In a shocking and upsetting new report, Human Rights Watch interviewed four men who fell afoul of Chechnya’s ‘gay purge’, offering yet more evidence of the systematic abuses and tortures the country’s authorities have subjected LGBT+ people to.
It has been widely documented that LGBT+ people have been subjected to harassment, persecution, arbitrary or unlawful arrests or detentions, tortures, enforced disappearances and extrajudicial executions. Many have been detained in makeshift prisons, where they were tortured and in some cases killed. Chechen officials also encouraged families to murder suspected gay relatives.
This new report details how the men were detained separately between three and 20 days in the time period from December 2018 to February 2019. During their interviews with Human Rights Watch, they described a catalogue of tortures including beatings with pipes and sticks, being kicked, electrocuted, and in one awful case, being raped with a stick.
Two years on from the violent ‘gay purge’ in #Chechnya, no one has been held accountable for these crimes.

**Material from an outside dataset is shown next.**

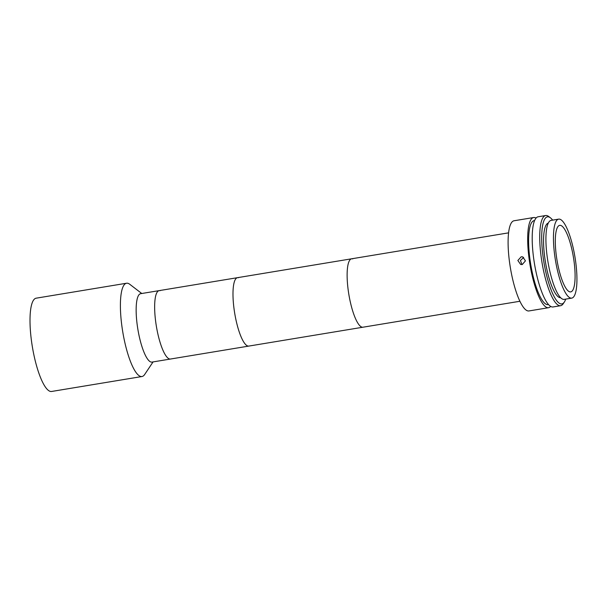 <?xml version="1.0" encoding="UTF-8"?>
<svg xmlns="http://www.w3.org/2000/svg" width="607" height="607" viewBox="0 0 607 607"><rect width="100%" height="100%" fill="white"/><g stroke="black" fill="none" stroke-linecap="round" stroke-linejoin="round"><path stroke-width="0.91" d="M153.07 361.909L144.671 374.489A47.278 11.692 -99.4 0 1 141.977 376.522A47.278 11.692 -99.4 0 1 140.649 376.446A47.278 11.692 -99.4 0 1 122.326 329.176A47.278 11.692 -99.4 0 1 126.56 283.234A47.278 11.692 -99.4 0 1 127.887 283.31A47.278 11.692 -99.4 0 1 129.754 284.288L141.765 293.5M141.977 376.522L51.587 391.469A47.278 11.692 -99.4 0 1 50.252 391.386A47.278 11.692 -99.4 0 1 31.936 344.123A47.278 11.692 -99.4 0 1 36.162 298.181L126.56 283.234M519.903 301.262L151.978 362.091A34.667 8.574 -99.4 0 1 150.999 362.038A34.667 8.574 -99.4 0 1 137.561 327.37A34.667 8.574 -99.4 0 1 140.665 293.682L159.163 290.624A34.667 8.574 -99.4 0 1 160.142 290.677M169.497 358.972A34.667 8.574 -99.4 0 1 156.06 324.313A34.667 8.574 -99.4 0 1 159.163 290.624A34.667 8.574 -99.4 0 0 156.06 324.313A34.667 8.574 -99.4 0 0 169.497 358.972A34.667 8.574 -99.4 0 0 170.476 359.033A34.667 8.574 -99.4 0 1 169.497 358.972M508.59 232.845L351.643 258.794A34.667 8.574 -99.4 0 0 348.539 292.491A34.667 8.574 -99.4 0 0 361.977 327.15A34.667 8.574 -99.4 0 0 362.948 327.211A34.667 8.574 -99.4 0 1 361.871 327.12A34.667 8.574 -99.4 0 1 348.509 292.301A34.667 8.574 -99.4 0 1 351.643 258.794A34.667 8.574 -99.4 0 1 352.72 258.885M351.643 258.794L237.504 277.672A34.667 8.574 -99.4 0 0 234.401 311.361A34.667 8.574 -99.4 0 0 247.838 346.02A34.667 8.574 -99.4 0 0 248.817 346.081A34.667 8.574 -99.4 0 1 247.739 345.99A34.667 8.574 -99.4 0 1 234.37 311.171A34.667 8.574 -99.4 0 1 237.504 277.672A34.667 8.574 -99.4 0 1 238.483 277.725M522.225 264.561L520.669 264.477L517.854 260.486L521.163 256.799L522.71 256.867L525.45 260.851L522.225 264.561M523.636 257.459L520.427 260.479L521.959 264.591M550.655 306.391A45.7 11.298 -99.4 0 1 548.546 307.703A45.7 11.298 -99.4 0 1 547.256 307.628A45.7 11.298 -99.4 0 1 529.547 261.936A45.7 11.298 -99.4 0 1 533.636 217.526A45.7 11.298 -99.4 0 1 534.926 217.602A45.7 11.298 -99.4 0 1 536.049 218.088M548.546 307.703L528.963 310.943A45.7 11.298 -99.4 0 1 527.673 310.867A45.7 11.298 -99.4 0 1 509.963 265.176A45.7 11.298 -99.4 0 1 514.053 220.766L533.636 217.526M548.485 304.517L548.03 304.593A42.551 10.516 -99.4 0 1 546.831 304.524A42.551 10.516 -99.4 0 1 530.343 261.981A42.551 10.516 -99.4 0 1 534.152 220.637L534.6 220.561M564.358 302.013L563.197 303.75A45.7 11.298 -99.4 0 1 560.602 305.708A45.7 11.298 -99.4 0 1 559.313 305.632A45.7 11.298 -99.4 0 1 541.596 259.948A45.7 11.298 -99.4 0 1 545.693 215.531A45.7 11.298 -99.4 0 1 546.975 215.606A45.7 11.298 -99.4 0 1 548.781 216.555L550.435 217.822A44.129 10.911 80.6 0 0 548.698 216.911A44.129 10.911 80.6 0 0 543.151 257.292A44.129 10.911 80.6 0 0 560.602 303.834A44.129 10.911 80.6 0 0 564.358 302.013A44.129 10.911 80.6 0 0 565.709 299.114M560.602 305.708L553.068 306.952A45.7 11.298 -99.4 0 1 551.778 306.884A45.7 11.298 -99.4 0 1 534.069 261.192A45.7 11.298 -99.4 0 1 538.159 216.775L545.693 215.531M560.633 297.711A37.824 9.348 -99.4 0 1 559.753 297.627A37.824 9.348 -99.4 0 1 545.154 260.198A37.824 9.348 -99.4 0 1 548.296 223.095M570.595 298.052A40.032 9.894 -99.4 0 1 555.086 258.036A40.032 9.894 -99.4 0 1 558.668 219.135A40.032 9.894 -99.4 0 1 559.798 219.203A40.032 9.894 -99.4 0 1 575.307 259.219A40.032 9.894 -99.4 0 1 571.726 298.12A40.032 9.894 -99.4 0 1 570.595 298.052M571.726 298.12L564.191 299.365A40.032 9.894 -99.4 0 1 563.068 299.297A40.032 9.894 -99.4 0 1 547.552 259.28A40.032 9.894 -99.4 0 1 551.133 220.379L558.668 219.135M560.648 225.409A33.726 8.339 -99.4 0 1 573.721 259.128A33.726 8.339 -99.4 0 1 570.701 291.899A33.726 8.339 -99.4 0 1 569.745 291.846A33.726 8.339 -99.4 0 1 556.68 258.127A33.726 8.339 -99.4 0 1 559.7 225.356A33.726 8.339 -99.4 0 1 560.648 225.409M552.651 220.129A44.129 10.911 80.6 0 0 550.435 217.822M237.504 277.672L159.163 290.624"/></g></svg>

As attacks continue, it is vital that we put as much international pressure on the Russian government to end this cruel human rights abuse.pic.twitter.com/eSAwfbQp9z
— Amnesty UK Rainbow Network (@AmnestyUK_LGBTI) May 5, 2019
The men were unlawfully detained in the Grozny Internal Affairs Department compound when police presumed they were gay. Once in detention, they were repeatedly interrogated and intimidated in order to make them identify other gay men they knew, their phones being taken in case they held information which could lead to other detentions. Some of the men had their heads shaved while all of them were deprived of food and water.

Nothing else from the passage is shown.